Hygrophoropsis rufa is a species of fungus in the family Hygrophoropsidaceae. It is found in Europe, where it grows on woodchips or near conifer stumps.

==Taxonomy==
Originally described by Derek Reid in 1972 as a variety of Hygrophoropsis aurantiaca, it was raised to distinct species status in 2008. Molecular analysis of DNA sequences confirms its genetic uniqueness, and its status as sister species to H. aurantiaca.

==Description==
The fruit body has an orange- to dark brown cap, which is up to 10 cm (4 in) across. The stipe, flesh and decurrent gills are all orange. The gills are forked.
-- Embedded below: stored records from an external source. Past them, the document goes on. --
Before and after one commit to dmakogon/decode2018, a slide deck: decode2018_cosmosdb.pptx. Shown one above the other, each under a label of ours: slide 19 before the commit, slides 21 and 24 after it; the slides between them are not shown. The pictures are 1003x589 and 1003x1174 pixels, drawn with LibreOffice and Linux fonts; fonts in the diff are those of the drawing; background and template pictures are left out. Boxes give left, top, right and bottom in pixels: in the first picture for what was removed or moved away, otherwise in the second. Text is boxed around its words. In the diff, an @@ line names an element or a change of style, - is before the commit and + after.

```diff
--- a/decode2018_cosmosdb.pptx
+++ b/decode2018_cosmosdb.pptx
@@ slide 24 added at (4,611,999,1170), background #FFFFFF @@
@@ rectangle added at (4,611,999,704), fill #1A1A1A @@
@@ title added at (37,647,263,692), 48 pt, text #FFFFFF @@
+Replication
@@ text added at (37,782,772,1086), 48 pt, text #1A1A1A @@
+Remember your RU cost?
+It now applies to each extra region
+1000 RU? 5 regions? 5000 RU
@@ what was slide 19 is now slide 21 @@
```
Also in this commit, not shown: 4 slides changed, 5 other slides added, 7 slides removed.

Hygrophoropsis rufa can have a penetrating ozone-like smell, reportedly reminiscent of an orchid species Oncidium ornithorhynchum or a photocopier.
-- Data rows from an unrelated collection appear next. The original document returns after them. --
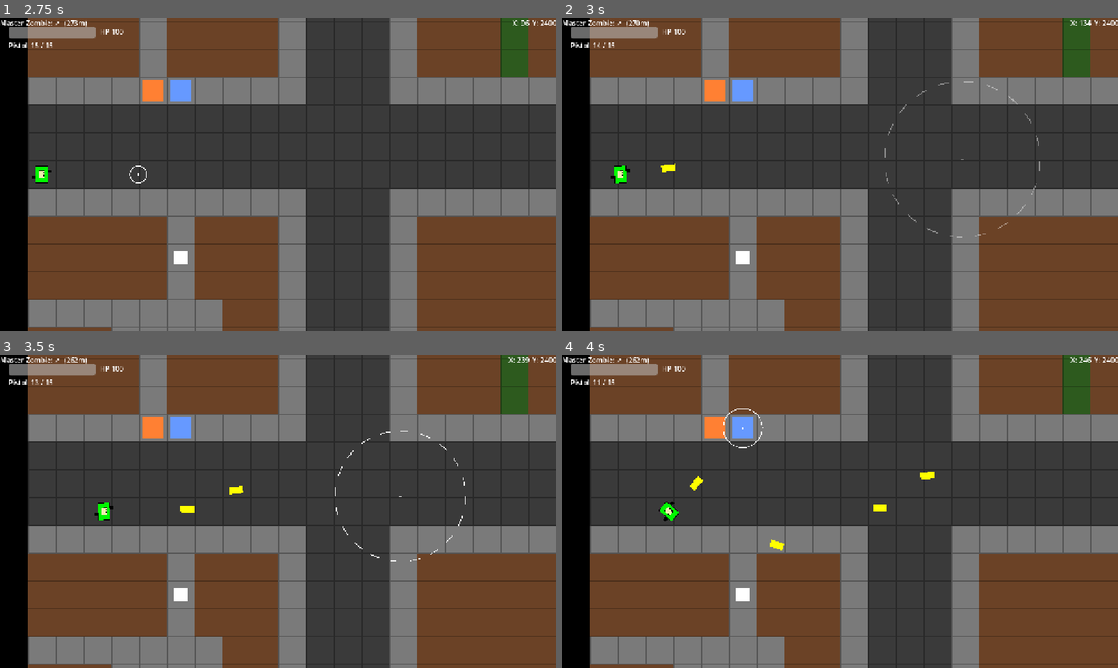
Above: before the commit, frames 1-4 (two rows, left to right).
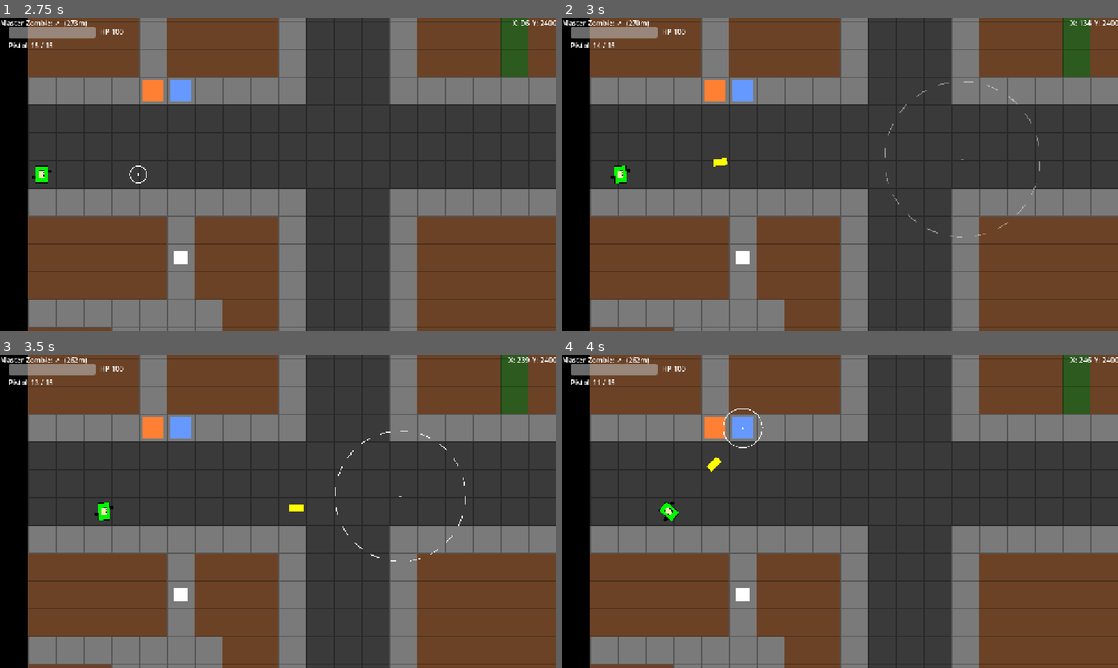
Above: after the commit, the same moments.

Repository: MKBSP/Zombie-game
Game: Godot game, scene res://scenes/ui/main_menu.tscn
The game is run twice, just before and just after one commit, with the same random seed, the same clock (stepped at 60 frames per second) and the same inputs.
Inputs (mouse positions are in pixels of both pictures, inside the frame that each line leads up to):
- Up to frame 1 (2.75 s): click "PLAY" at 0.5 s; click "SINGLE PLAYER" at 1.25 s; click "HUMAN (shooter)" at 2 s
- Up to frame 2 (3 s): tap Enter (ui_accept) at 2.75 s; move the mouse to (962, 158) at 2.77 s; hold D (move_right) from 2.78 s (still down); hold Down (cam_down) from 2.78 s (still down); click (962, 158) at 2.92 s
- Up to frame 3 (3.5 s): keep holding D (move_right); keep holding Down (cam_down); tap Enter (ui_accept) at 3.02 s
- Up to frame 4 (4 s): release D (move_right) at 3.5 s; release Down (cam_down) at 3.5 s; drag from (728, 527) to (739, 426) at 3.52 s

Frame 1 is identical in both runs. In frame 2, 0.1% of the frame differs, in the area x 17-30%, y 44-50%; in frame 3, 0.2%; in frame 4, 0.3%, in the area x 23-67%, y 32-63%.

Commit message:
feat(weapons): full-auto machine gun (heavy)
Co-Authored-By: Claude Opus 4.8 <noreply@anthropic.com>

Diff:
--- a/scripts/balance.gd
+++ b/scripts/balance.gd
@@ -56,28 +56,34 @@
 }
 
 # --- Bullet (per-weapon values below override damage/speed on spawn) --------
-const BULLET := { speed = 600.0, damage = 35.0, lifetime = 1.8 }
+const BULLET := { speed = 1200.0, damage = 35.0, lifetime = 1.8 }
 
 # --- Weapons ---------------------------------------------------------------
 # aim_base / aim_max = ring radius as a fraction of gun->cursor distance
 # (no debuff / full debuff). optimal_range_px..zero_range_px = damage falloff.
 const PISTOL := {
 	display_name = "Pistol", damage = 35.0, cooldown = 0.28, mag_size = 15,
-	reload_time = 3.0, pellets = 1, bullet_speed = 600.0, is_special = false, total_ammo = 0,
+	reload_time = 3.0, pellets = 1, bullet_speed = 1200.0, is_special = false, total_ammo = 0,
 	aim_base = 0.1, aim_max = 0.30, focus_min_scale = 0.7,
 	optimal_range_px = 640.0, zero_range_px = 800.0,
 }
 const RIFLE := {
 	display_name = "Rifle", damage = 87.5, cooldown = 0.0, mag_size = 1,
-	reload_time = 3.0, pellets = 1, bullet_speed = 750.0, is_special = true, total_ammo = 10,
+	reload_time = 3.0, pellets = 1, bullet_speed = 1500.0, is_special = true, total_ammo = 10,
 	aim_base = 0.02, aim_max = 0.15, focus_min_scale = 0.50,
 	optimal_range_px = 1024.0, zero_range_px = 1184.0,
 }
 const SHOTGUN := {
 	display_name = "Shotgun", damage = 28.0, cooldown = 0.0, mag_size = 2,
-	reload_time = 3.0, pellets = 5, bullet_speed = 600.0, is_special = true, total_ammo = 8,
+	reload_time = 3.0, pellets = 5, bullet_speed = 1200.0, is_special = true, total_ammo = 8,
 	aim_base = 0.2, aim_max = 0.3, focus_min_scale = 0.9,
 	optimal_range_px = 320.0, zero_range_px = 480.0,
+}
+const MACHINEGUN := {
+	display_name = "Machine Gun", damage = 22.0, cooldown = 0.08, mag_size = 40,
+	reload_time = 4.0, pellets = 1, bullet_speed = 1300.0, is_special = true, total_ammo = 120,
+	aim_base = 0.14, aim_max = 0.40, focus_min_scale = 0.8,
+	optimal_range_px = 512.0, zero_range_px = 700.0,
 }
 
 # --- Headshots (Phase 2) ---------------------------------------------------
--- a/scripts/weapons.gd
+++ b/scripts/weapons.gd
@@ -5,7 +5,7 @@
 ## and armed NPCs. Keeping fire() here means the spread/jitter math lives in one
 ## place. All callers run server-side (bullets replicate via the spawner).
 
-enum { PISTOL, RIFLE, SHOTGUN }
+enum { PISTOL, RIFLE, SHOTGUN, MACHINEGUN }
 
 const BULLET_SCENE: PackedScene = preload("res://scenes/bullet/bullet.tscn")
 
@@ -18,9 +18,10 @@
 	# All stats live in Balance (single source of truth for tuning).
 	var src: Dictionary
 	match id:
-		RIFLE:   src = Balance.RIFLE
-		SHOTGUN: src = Balance.SHOTGUN
-		_:       src = Balance.PISTOL
+		RIFLE:      src = Balance.RIFLE
+		SHOTGUN:    src = Balance.SHOTGUN
+		MACHINEGUN: src = Balance.MACHINEGUN
+		_:          src = Balance.PISTOL
 	var w := WeaponData.new()
 	w.id = id
 	w.display_name = src.display_name

Spores of H. rufa are thick-walled and have an ellipsoid shape, and measure 5.6–6.4 by 3.6–4.4 micrometres (μm). They have a strongly dextrinoid staining reaction with Melzer's reagent (resulting in a reddish-brown colour), although not all spores will react. Microscopically, the cells of the cap cuticle are arranged in the form of a trichoderm, where the outermost hyphae emerge roughly parallel, like hairs, perpendicular to the cap surface. These hyphae are of three types: broad, thick-walled and hyaline (translucent); filiform (threadlike); or with granular golden-brown contents. In contrast, the cap cuticle of H. aurantiaca is arranged as a uniformly tangled cutis (with hyphae parallel to the pileus surface).

==Habitat and distribution==
A rare species, H. rufa has been recorded in the United Kingdom, Austria, Germany, and Denmark, although unconfirmed internet photos suggest a wider range that includes France and Slovakia. A saprophytic fungus, it fruits on woodchips or near conifer stumps.